CHAPTER THIRTY-THREE
Margo studied the photo on Ian’s laptop. “I don’t understand. Someone killed them over a taco?”
“It’s what’s happening behind her that got them killed.” He zoomed in on a black Escalade in the cul-de-sac and a man standing outside the driver’s-side window, talking to the man behind the wheel. “This is San Diego and the driver of
that Escalade is Waldo.”
She narrowed her eyes, as if that would bring the faces into even sharper focus. “Holy shit, you’re right.”
“We have to find something else to say besides ‘holy shit’ when we have a holy shit moment.”
“Why?”
“Because it’s repetitive. I just said it before you said it.”
“If it’s a holy shit moment, that’s what you say, not ‘exalted vomit.’”
“Nobody says ‘exalted vomit,’” Ian said.
“Exactly, because you say ‘holy shit’ in a holy shit moment.”
“We could say ‘my God,’ or ‘hot damn,’ or ‘holy smoke.’”
“Only a cartoon character would say ‘holy smoke.’ Why are we even having this conversation?” Margo said. “You aren’t writing this. We’re living it.”
“That’s not how it feels to me.”
“Focus,” Margo pointed to Waldo. “Why would he follow them all the way to Porto?”
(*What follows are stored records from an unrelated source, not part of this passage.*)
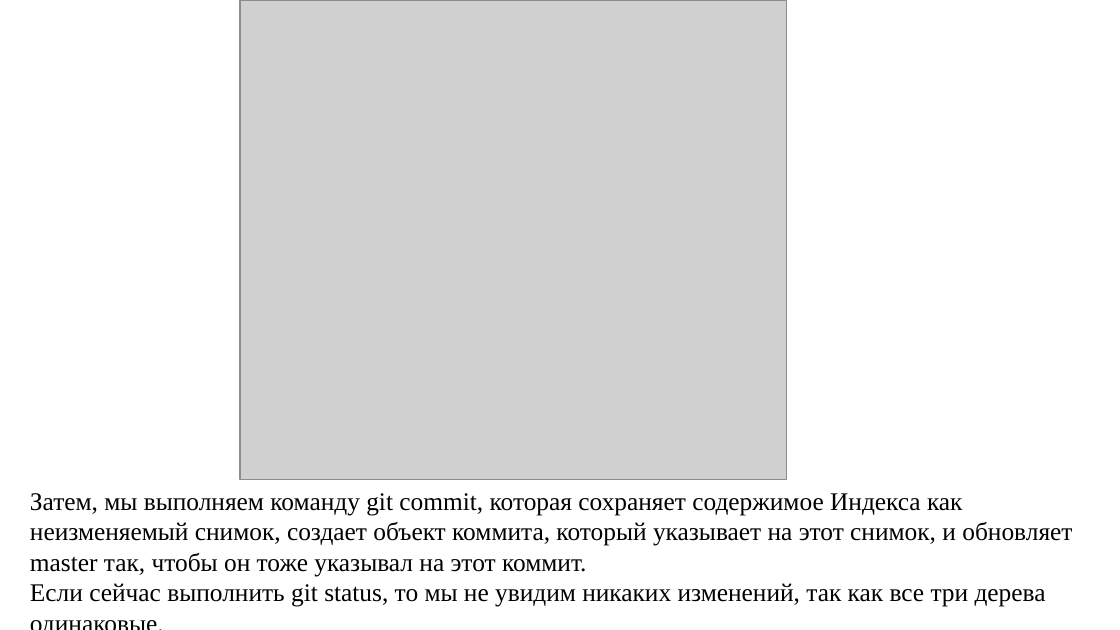
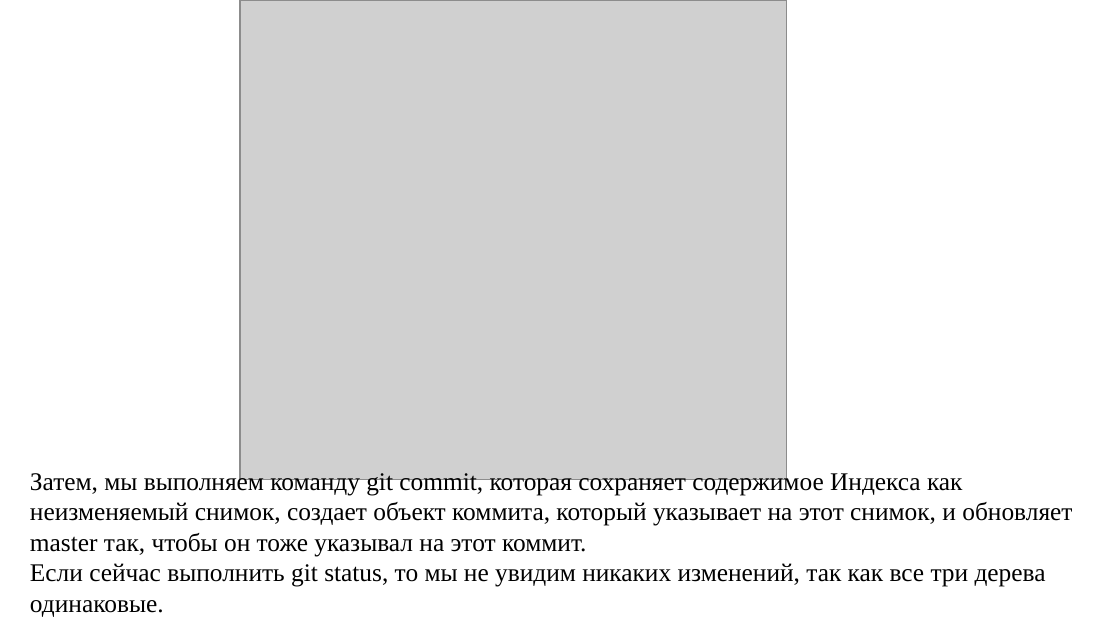
Before and after one commit to haska87/pm-19, a slide deck: slide 13 of lectures/NSP_l4.VSC_git_basics_continued.pptx (slide 12 before the commit). Drawn at 1120x630 pixels with LibreOffice and Linux fonts; fonts in the diff are those of the drawing; grey boxes stand for pictures. Boxes give left, top, right and bottom in pixels: in the first picture for what was removed or moved away, otherwise in the second. Text is boxed around its words. In the diff, an @@ line names an element or a change of style, - is before the commit and + after.

```diff
--- a/lectures/NSP_l4.VSC_git_basics_continued.pptx
+++ b/lectures/NSP_l4.VSC_git_basics_continued.pptx
@@ text "Затем, мы выполняем команду git ..." rewrapped from [30, 493, 1072, 607] to [30, 470, 1072, 617] @@
```
Also in this commit, not shown: 7 other slides changed, 1 slide added, 4 other files.
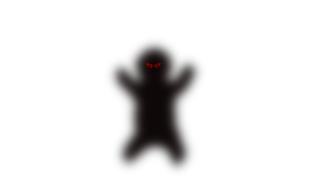
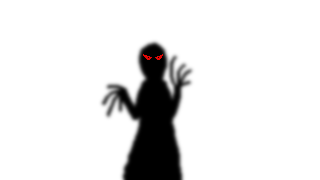
Revision of a layered 320x180 image; what changed, layer by layer:
renamed "Arrière-plan" to "Calque #3", moved it above "Calque #2", painted on it over [103, 37, 206, 178]
renamed "Calque" to "Calque #2", showed it, painted on it over [98, 38, 196, 180]

“Because the man Waldo is talking to is Gustavo Reynoso.”
Margo gave him a blank look. “Who is that and why do you know his name?”
“Don’t you ever watch the news?”
“Not if I can avoid it,” she said. “It makes me too angry.”
“Gustavo Reynoso is an illegal immigrant and convicted rapist who killed two women in San Diego with a gun from the Guns & Roses sting.” Ian tapped the screen with his finger. “And that’s the Deathscalade with the bodies in the back.”
“The Deathscalade?”
“That’s what Dwight Edney is calling the stolen SUV that Reynoso was in when he was spotted by the police,” Ian said. “Reynoso fled, ran across a street, and was killed by a hit-and-run driver. It happened the day before Rolfe and Clemens came here. The story is that Reynoso acted alone in the killings. But this photo changes everything.”
“It means the story is bullshit,” Margo said.